* _TASK TO CARRY OUT_
In the listing below, tally the lines that hold "origin" and report that number by itself.

++++++++

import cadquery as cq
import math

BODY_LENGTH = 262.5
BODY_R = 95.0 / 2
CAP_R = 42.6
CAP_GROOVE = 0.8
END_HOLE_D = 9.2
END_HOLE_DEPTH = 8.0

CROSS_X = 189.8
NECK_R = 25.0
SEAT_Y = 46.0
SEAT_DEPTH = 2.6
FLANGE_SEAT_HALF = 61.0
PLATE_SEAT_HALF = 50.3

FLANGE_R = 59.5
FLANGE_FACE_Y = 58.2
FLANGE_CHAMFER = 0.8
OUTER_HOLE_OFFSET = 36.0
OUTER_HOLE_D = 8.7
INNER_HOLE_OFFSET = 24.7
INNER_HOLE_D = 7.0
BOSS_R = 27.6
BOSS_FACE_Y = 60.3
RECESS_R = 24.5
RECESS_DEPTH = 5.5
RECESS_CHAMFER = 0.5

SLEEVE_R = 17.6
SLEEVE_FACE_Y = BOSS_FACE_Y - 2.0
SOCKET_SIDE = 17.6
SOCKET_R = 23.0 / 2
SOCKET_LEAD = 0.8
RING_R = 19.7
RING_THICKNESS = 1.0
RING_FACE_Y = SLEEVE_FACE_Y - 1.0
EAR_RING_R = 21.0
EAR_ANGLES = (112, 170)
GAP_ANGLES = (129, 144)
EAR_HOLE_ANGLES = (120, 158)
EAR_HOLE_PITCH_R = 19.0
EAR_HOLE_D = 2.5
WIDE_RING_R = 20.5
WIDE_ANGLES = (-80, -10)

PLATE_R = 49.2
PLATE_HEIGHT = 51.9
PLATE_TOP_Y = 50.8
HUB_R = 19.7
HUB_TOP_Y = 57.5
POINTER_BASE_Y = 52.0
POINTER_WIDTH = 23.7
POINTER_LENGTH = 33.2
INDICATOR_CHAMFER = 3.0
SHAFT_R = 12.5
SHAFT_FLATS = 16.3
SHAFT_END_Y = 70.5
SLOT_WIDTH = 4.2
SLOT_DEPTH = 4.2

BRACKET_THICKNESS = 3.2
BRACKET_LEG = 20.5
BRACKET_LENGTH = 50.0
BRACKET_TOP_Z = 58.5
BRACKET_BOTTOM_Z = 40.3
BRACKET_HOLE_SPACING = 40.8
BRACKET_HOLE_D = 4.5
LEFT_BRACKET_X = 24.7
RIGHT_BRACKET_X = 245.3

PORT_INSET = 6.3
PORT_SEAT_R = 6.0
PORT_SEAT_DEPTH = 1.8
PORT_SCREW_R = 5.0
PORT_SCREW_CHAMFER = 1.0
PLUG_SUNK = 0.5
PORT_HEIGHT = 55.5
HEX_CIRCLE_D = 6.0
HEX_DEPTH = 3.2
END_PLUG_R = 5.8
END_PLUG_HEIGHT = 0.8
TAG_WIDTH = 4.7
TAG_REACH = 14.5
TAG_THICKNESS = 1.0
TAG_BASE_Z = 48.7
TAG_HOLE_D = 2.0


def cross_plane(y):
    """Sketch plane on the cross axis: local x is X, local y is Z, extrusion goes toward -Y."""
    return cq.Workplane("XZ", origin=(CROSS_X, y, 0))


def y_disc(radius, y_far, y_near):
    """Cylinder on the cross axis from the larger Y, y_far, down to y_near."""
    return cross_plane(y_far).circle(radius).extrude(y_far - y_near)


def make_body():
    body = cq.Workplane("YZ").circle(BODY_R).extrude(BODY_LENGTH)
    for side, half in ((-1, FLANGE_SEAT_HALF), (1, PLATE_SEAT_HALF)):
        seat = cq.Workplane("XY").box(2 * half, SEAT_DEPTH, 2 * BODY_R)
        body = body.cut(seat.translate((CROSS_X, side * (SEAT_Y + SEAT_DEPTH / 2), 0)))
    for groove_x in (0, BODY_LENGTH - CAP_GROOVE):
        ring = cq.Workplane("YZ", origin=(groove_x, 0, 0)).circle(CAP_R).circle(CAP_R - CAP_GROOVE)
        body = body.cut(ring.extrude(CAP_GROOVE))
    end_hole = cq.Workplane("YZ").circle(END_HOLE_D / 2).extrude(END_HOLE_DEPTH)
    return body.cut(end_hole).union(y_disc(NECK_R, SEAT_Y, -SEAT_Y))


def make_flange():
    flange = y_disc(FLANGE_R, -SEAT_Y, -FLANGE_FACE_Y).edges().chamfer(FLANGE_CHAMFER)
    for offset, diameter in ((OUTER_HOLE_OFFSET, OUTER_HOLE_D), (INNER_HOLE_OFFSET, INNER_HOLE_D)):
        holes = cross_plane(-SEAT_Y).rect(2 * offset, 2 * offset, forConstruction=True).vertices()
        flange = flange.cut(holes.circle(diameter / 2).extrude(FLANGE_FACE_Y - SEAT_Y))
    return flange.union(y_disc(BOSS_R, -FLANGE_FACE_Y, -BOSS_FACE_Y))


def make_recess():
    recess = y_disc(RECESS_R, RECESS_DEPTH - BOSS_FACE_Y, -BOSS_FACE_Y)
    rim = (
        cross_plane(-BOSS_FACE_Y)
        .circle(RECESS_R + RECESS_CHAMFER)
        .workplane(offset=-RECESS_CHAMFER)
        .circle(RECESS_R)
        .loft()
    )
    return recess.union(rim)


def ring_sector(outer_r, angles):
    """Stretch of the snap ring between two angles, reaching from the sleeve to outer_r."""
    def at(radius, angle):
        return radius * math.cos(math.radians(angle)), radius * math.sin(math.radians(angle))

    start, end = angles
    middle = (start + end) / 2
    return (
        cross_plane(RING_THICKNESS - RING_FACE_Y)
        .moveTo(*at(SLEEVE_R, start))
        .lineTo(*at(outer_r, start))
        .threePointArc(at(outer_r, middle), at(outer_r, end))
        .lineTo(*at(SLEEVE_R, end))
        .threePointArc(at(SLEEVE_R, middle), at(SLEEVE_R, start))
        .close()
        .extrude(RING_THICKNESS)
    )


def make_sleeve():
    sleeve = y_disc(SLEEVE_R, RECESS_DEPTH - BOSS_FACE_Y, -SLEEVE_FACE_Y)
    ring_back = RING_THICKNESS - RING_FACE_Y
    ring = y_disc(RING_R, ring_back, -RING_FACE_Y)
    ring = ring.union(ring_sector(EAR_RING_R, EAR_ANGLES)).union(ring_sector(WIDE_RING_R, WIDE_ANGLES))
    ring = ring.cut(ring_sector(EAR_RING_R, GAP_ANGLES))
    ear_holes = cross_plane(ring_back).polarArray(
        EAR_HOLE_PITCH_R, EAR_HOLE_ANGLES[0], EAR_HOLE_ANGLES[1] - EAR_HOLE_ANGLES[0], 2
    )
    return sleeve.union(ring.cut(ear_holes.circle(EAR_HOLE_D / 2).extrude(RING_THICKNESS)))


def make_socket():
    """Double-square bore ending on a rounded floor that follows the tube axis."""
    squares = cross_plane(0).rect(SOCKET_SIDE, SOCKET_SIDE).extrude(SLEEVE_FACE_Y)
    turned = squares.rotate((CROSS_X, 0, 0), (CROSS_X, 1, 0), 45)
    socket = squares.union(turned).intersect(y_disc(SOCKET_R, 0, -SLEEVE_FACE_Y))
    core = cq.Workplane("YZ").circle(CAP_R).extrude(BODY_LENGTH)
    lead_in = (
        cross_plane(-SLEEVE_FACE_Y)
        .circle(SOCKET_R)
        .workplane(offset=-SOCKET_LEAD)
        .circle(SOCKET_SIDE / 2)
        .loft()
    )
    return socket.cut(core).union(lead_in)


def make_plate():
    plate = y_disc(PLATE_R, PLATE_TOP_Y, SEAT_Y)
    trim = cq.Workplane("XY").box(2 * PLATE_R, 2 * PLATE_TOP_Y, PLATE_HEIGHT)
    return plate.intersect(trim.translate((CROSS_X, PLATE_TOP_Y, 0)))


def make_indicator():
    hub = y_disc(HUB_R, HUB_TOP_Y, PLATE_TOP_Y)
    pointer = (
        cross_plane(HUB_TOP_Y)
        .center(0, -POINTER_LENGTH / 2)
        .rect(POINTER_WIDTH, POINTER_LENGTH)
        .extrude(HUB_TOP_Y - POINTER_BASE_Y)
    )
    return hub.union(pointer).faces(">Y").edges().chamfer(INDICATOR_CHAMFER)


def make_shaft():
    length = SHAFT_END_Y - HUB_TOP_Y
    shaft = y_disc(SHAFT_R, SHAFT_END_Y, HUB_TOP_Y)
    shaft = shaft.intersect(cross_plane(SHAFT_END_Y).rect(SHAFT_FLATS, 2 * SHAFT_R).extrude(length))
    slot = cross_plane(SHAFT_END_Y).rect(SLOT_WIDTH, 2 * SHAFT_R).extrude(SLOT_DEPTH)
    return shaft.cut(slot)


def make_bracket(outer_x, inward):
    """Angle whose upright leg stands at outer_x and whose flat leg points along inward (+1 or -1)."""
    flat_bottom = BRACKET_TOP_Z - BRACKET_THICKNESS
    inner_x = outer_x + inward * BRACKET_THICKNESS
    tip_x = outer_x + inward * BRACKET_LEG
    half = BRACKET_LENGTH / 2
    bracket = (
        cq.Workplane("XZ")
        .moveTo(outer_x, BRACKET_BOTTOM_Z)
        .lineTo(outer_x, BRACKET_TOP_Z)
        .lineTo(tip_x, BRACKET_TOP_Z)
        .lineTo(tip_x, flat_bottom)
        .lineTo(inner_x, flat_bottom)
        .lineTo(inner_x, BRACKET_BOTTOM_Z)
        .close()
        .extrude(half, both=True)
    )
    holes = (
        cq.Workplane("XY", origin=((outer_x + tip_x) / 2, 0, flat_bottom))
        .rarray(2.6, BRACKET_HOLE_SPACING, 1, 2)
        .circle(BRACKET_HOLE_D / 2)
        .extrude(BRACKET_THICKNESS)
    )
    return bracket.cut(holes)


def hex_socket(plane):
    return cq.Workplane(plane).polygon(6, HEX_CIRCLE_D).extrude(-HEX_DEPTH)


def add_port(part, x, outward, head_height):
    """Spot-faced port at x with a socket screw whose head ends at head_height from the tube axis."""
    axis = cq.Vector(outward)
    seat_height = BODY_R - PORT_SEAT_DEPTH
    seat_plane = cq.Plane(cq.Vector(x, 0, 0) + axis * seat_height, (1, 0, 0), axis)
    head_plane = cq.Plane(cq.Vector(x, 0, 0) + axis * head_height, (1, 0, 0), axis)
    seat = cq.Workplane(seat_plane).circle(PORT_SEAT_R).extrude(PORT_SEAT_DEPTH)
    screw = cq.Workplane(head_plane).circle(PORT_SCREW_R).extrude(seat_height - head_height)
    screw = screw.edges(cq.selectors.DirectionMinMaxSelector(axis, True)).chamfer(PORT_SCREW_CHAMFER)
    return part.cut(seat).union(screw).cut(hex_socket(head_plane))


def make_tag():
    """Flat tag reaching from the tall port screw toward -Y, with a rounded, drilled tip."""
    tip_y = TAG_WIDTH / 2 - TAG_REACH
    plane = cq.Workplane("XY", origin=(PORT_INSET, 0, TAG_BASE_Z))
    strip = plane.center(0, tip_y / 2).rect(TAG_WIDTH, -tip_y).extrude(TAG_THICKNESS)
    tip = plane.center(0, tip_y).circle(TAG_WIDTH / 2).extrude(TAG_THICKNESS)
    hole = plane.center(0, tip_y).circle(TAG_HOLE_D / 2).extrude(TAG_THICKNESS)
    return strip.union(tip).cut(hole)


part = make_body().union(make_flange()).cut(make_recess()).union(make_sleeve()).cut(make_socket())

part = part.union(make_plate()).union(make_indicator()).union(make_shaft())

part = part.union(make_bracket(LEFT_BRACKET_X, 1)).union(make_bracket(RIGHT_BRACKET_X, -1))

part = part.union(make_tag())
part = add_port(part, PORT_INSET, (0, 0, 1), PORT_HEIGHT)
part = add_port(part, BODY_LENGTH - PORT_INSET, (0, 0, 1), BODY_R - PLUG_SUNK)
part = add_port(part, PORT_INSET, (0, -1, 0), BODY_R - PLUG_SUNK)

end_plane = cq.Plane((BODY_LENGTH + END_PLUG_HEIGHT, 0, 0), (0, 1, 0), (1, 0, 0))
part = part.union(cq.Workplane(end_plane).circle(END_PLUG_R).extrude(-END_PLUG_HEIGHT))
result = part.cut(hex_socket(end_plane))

++++++++

* _ANSWER TO THE PROBLEM_
4